### Problem description
Take the lines from the beginning of the material through the line containing "FRONT_WALL = 1.05" and retype them exactly, leaving the pictures out.

***

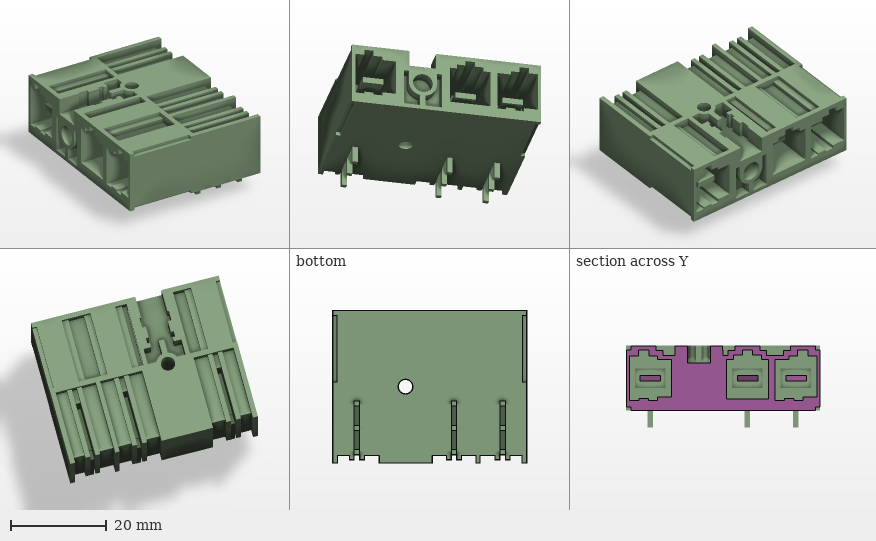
import cadquery as cq


WIDTH = 40.65
DEPTH = 32.0
HEIGHT = 13.57

PITCH = 10.15
FIRST_CENTRE = PITCH / 2
CLIP_X = FIRST_CENTRE + PITCH
CONTACT_CENTRES = [FIRST_CENTRE + PITCH * n for n in (0, 2, 3)]

SHELL_BACK = 14.95
CAVITY_HALF = 4.35
KEY_ROOF = 12.65
LOW_ROOF = 10.65
OUTER_KEY_ROOF = [
    (-CAVITY_HALF, -2.45, 11.4), (-2.45, -0.4, KEY_ROOF), (-0.4, 1.42, 11.4), (1.42, CAVITY_HALF, LOW_ROOF),
]
OUTER_KEY_FLOOR = [
    (-CAVITY_HALF, -2.45, 2.15), (-2.45, -0.4, 2.6), (-0.4, 1.42, 2.15), (1.42, CAVITY_HALF, 2.93),
]
MIDDLE_KEY_ROOF = [
    (-CAVITY_HALF, -2.85, LOW_ROOF), (-2.85, -0.98, 11.6), (-0.98, 0.98, KEY_ROOF),
    (0.98, 2.85, 11.6), (2.85, CAVITY_HALF, LOW_ROOF),
]
MIDDLE_FLOOR = [(-CAVITY_HALF, CAVITY_HALF, 2.48)]

BLADE_RECESS_WIDTH = 6.45
BLADE_RECESS_BOTTOM = 4.75
BLADE_RECESS_TOP = 8.78

FRONT_WALL = 1.05
POCKET_LEDGE_DEPTH = 0.9
POCKET_DEPTH = 1.9
POCKETS = [(6.3, 10.2, 7.72, 10.2), (20.25, 22.7, 20.25, 21.3), (28.1, 34.3, 29.45, 32.88)]
LEDGE_WIDTH = 0.95
LEDGE_DEPTH = 0.77

LIP_WIDTH = 0.12
LIP_FRONT = 2.4

BRIDGE_BACK = 16.05
BAY_BACK = 30.4
BAY_FLOOR = 11.95
BAYS = [(1.05, 9.7), (20.85, 29.95), (30.9, 39.6)]
RIB_BACK = 31.3
RIB_TOP = 12.92
RIB_OUTER_HALF = 1.6
SLOT_WIDTH = 1.15
SLOT_SILL = 11.75

CLIP_FLOOR = 10.05
CLIP_STEPS = [(2.85, 4.8), (3.15, 6.9), (2.4, 9.4), (3.0, 10.6), (2.48, 11.55), (4.1, SHELL_BACK)]
BOSS_Y = 15.97
BOSS_RADIUS = 2.45
BOSS_HOLE_RADIUS = 1.5
WEB_WIDTH = 1.18
TAB_FRONT = 10.6

BORE_Z = 6.2
BORE_RADIUS = 2.1
BORE_DEPTH = 2.65
RING_RADIUS = 3.0
RELIEF_HALF = 4.1
RELIEF_BOTTOM = 0.9
RELIEF_TOP = 8.78
RELIEF_DEPTH = 2.3

BLADE_WIDTH = 4.4
BLADE_BOTTOM = 6.15
BLADE_TOP = 7.4
BLADE_FRONTS = [2.3, 4.3, 4.3]
PLATE_FRONT = 18.98
PLATE_BACK = 30.25
PLATE_STEP_Y = 28.25
PLATE_STEP_DEPTH = 0.4
TAIL_LENGTH = 3.55
TAIL_DEPTH = 1.05
TAIL_COUNT = 3
TAIL_PITCH = (PLATE_BACK - PLATE_FRONT - TAIL_DEPTH) / (TAIL_COUNT - 1)


def block(x0, x1, y0, y1, z0, z1):
    """Rectangular block between two opposite corners."""
    return cq.Workplane("XY").box(x1 - x0, y1 - y0, z1 - z0, centered=False).translate((x0, y0, z0))


def cylinder_y(radius, depth):
    """Cylinder on the bore axis, running back from the front face."""
    return cq.Workplane("XZ", origin=(CLIP_X, 0, BORE_Z)).circle(radius).extrude(-depth)


def mirrored(steps):
    """Steps of a cavity roof or floor, swapped left for right."""
    return [(-right, -left, level) for left, right, level in reversed(steps)]


def cavity(centre, roof, floor):
    """Keyed plug cavity, open at the front, with a recess around the blade in its back wall."""
    outline = []
    for left, right, level in roof:
        outline += [(centre + left, level), (centre + right, level)]
    for left, right, level in reversed(floor):
        outline += [(centre + right, level), (centre + left, level)]
    plug_space = cq.Workplane("XZ").polyline(outline).close().extrude(-SHELL_BACK)
    half = BLADE_RECESS_WIDTH / 2
    recess = block(
        centre - half, centre + half, 0, BRIDGE_BACK, BLADE_RECESS_BOTTOM, BLADE_RECESS_TOP
    )
    return plug_space.union(recess)


def cut_cavities(housing):
    first, middle, last = CONTACT_CENTRES
    housing = housing.cut(cavity(first, OUTER_KEY_ROOF, OUTER_KEY_FLOOR))
    housing = housing.cut(cavity(middle, MIDDLE_KEY_ROOF, MIDDLE_FLOOR))
    return housing.cut(cavity(last, mirrored(OUTER_KEY_ROOF), OUTER_KEY_FLOOR))


def cut_top_pockets(housing):
    """Stepped pockets between the cavities: a shallow ledge and a deeper part."""
    deep_floor = HEIGHT - POCKET_DEPTH
    ledge = HEIGHT - POCKET_LEDGE_DEPTH
    for left, right, deep_left, deep_right in POCKETS:
        housing = housing.cut(block(left, right, FRONT_WALL, SHELL_BACK, ledge, HEIGHT))
        housing = housing.cut(block(deep_left, deep_right, FRONT_WALL, SHELL_BACK, deep_floor, HEIGHT))
    lip_left = POCKETS[1][0]
    lip = block(lip_left, lip_left + LIP_WIDTH, LIP_FRONT, SHELL_BACK, deep_floor, ledge)
    return housing.union(lip)


def cut_side_ledges(housing):
    """Steps along the upper and lower edges of both sides."""
    for left in (0, WIDTH - LEDGE_WIDTH):
        for bottom in (0, HEIGHT - LEDGE_DEPTH):
            housing = housing.cut(
                block(left, left + LEDGE_WIDTH, FRONT_WALL, SHELL_BACK, bottom, bottom + LEDGE_DEPTH)
            )
    return housing


def cut_rear_bays(housing):
    """Open bays at the back, each with two ribs and the slot that takes a contact."""
    half_slot = SLOT_WIDTH / 2
    for centre, (left, right) in zip(CONTACT_CENTRES, BAYS):
        housing = housing.cut(block(left, right, BRIDGE_BACK, DEPTH, BAY_FLOOR, HEIGHT))
        housing = housing.cut(block(left, right, BAY_BACK, DEPTH, 0, HEIGHT))
        ribs = block(
            centre - RIB_OUTER_HALF, centre + RIB_OUTER_HALF, BRIDGE_BACK, RIB_BACK, 0, RIB_TOP
        )
        housing = housing.union(ribs)
        housing = housing.cut(
            block(centre - half_slot, centre + half_slot, BRIDGE_BACK, PLATE_FRONT, SLOT_SILL, HEIGHT)
        )
        housing = housing.cut(block(centre - half_slot, centre + half_slot, PLATE_FRONT, RIB_BACK, 0, HEIGHT))
        half_blade = BLADE_WIDTH / 2
        housing = housing.cut(
            block(centre - half_blade, centre + half_blade, SHELL_BACK, PLATE_FRONT, BLADE_BOTTOM, BLADE_TOP)
        )
    return housing


def cut_screw_clip(housing):
    """Stepped recess in the top face, leaving the pierced boss and its tab."""
    recess_front = 0
    for half, recess_back in CLIP_STEPS:
        housing = housing.cut(
            block(CLIP_X - half, CLIP_X + half, recess_front, recess_back, CLIP_FLOOR, HEIGHT)
        )
        recess_front = recess_back
    boss_base = cq.Workplane("XY", origin=(CLIP_X, BOSS_Y, CLIP_FLOOR))
    housing = housing.union(boss_base.circle(BOSS_RADIUS).extrude(HEIGHT - CLIP_FLOOR))
    half_tab = WEB_WIDTH / 2
    tab = block(CLIP_X - half_tab, CLIP_X + half_tab, TAB_FRONT, BOSS_Y, CLIP_FLOOR, HEIGHT)
    hole = cq.Workplane("XY", origin=(CLIP_X, BOSS_Y, 0)).circle(BOSS_HOLE_RADIUS).extrude(HEIGHT)
    return housing.union(tab).cut(hole)


def cut_screw_bore(housing):
    """Relief in the front face around a ring that stands on a web, and the blind bore in the ring."""
    relief = block(
        CLIP_X - RELIEF_HALF, CLIP_X + RELIEF_HALF, 0, RELIEF_DEPTH, RELIEF_BOTTOM, RELIEF_TOP
    )
    ring = cylinder_y(RING_RADIUS, RELIEF_DEPTH)
    shoulders = block(CLIP_X - RING_RADIUS, CLIP_X + RING_RADIUS, 0, RELIEF_DEPTH, BORE_Z, RELIEF_TOP)
    half_web = WEB_WIDTH / 2
    web = block(CLIP_X - half_web, CLIP_X + half_web, 0, RELIEF_DEPTH, RELIEF_BOTTOM, BORE_Z)
    relief = relief.cut(ring).cut(shoulders).cut(web)
    return housing.cut(relief).cut(cylinder_y(BORE_RADIUS, BORE_DEPTH))


def make_housing():
    housing = block(0, WIDTH, 0, DEPTH, 0, HEIGHT)
    housing = cut_cavities(housing)
    housing = cut_top_pockets(housing)
    housing = cut_side_ledges(housing)
    housing = cut_rear_bays(housing)
    housing = cut_screw_clip(housing)
    return cut_screw_bore(housing)


def make_contact(centre, blade_front):
    """Flat blade, upright plate behind it and solder tails below the plate."""
    half_blade = BLADE_WIDTH / 2
    half_plate = SLOT_WIDTH / 2
    left = centre - half_plate
    right = centre + half_plate
    contact = block(
        centre - half_blade, centre + half_blade, blade_front, PLATE_FRONT, BLADE_BOTTOM, BLADE_TOP
    )
    contact = contact.union(block(left, right, PLATE_FRONT, PLATE_STEP_Y, BLADE_BOTTOM, BLADE_TOP))
    step_top = BLADE_TOP - PLATE_STEP_DEPTH
    contact = contact.union(block(left, right, PLATE_STEP_Y, PLATE_BACK, BLADE_BOTTOM, step_top))
    for n in range(TAIL_COUNT):
        tail_front = PLATE_FRONT + n * TAIL_PITCH
        contact = contact.union(
            block(left, right, tail_front, tail_front + TAIL_DEPTH, -TAIL_LENGTH, BLADE_BOTTOM)
        )
    return contact


housing = make_housing()
contacts = [make_contact(centre, front) for centre, front in zip(CONTACT_CENTRES, BLADE_FRONTS)]

result = cq.Compound.makeCompound([housing.val(), *[contact.val() for contact in contacts]])

***

### Response for this exercise
import cadquery as cq


WIDTH = 40.65
DEPTH = 32.0
HEIGHT = 13.57

PITCH = 10.15
FIRST_CENTRE = PITCH / 2
CLIP_X = FIRST_CENTRE + PITCH
CONTACT_CENTRES = [FIRST_CENTRE + PITCH * n for n in (0, 2, 3)]

SHELL_BACK = 14.95
CAVITY_HALF = 4.35
KEY_ROOF = 12.65
LOW_ROOF = 10.65
OUTER_KEY_ROOF = [
    (-CAVITY_HALF, -2.45, 11.4), (-2.45, -0.4, KEY_ROOF), (-0.4, 1.42, 11.4), (1.42, CAVITY_HALF, LOW_ROOF),
]
OUTER_KEY_FLOOR = [
    (-CAVITY_HALF, -2.45, 2.15), (-2.45, -0.4, 2.6), (-0.4, 1.42, 2.15), (1.42, CAVITY_HALF, 2.93),
]
MIDDLE_KEY_ROOF = [
    (-CAVITY_HALF, -2.85, LOW_ROOF), (-2.85, -0.98, 11.6), (-0.98, 0.98, KEY_ROOF),
    (0.98, 2.85, 11.6), (2.85, CAVITY_HALF, LOW_ROOF),
]
MIDDLE_FLOOR = [(-CAVITY_HALF, CAVITY_HALF, 2.48)]

BLADE_RECESS_WIDTH = 6.45
BLADE_RECESS_BOTTOM = 4.75
BLADE_RECESS_TOP = 8.78

FRONT_WALL = 1.05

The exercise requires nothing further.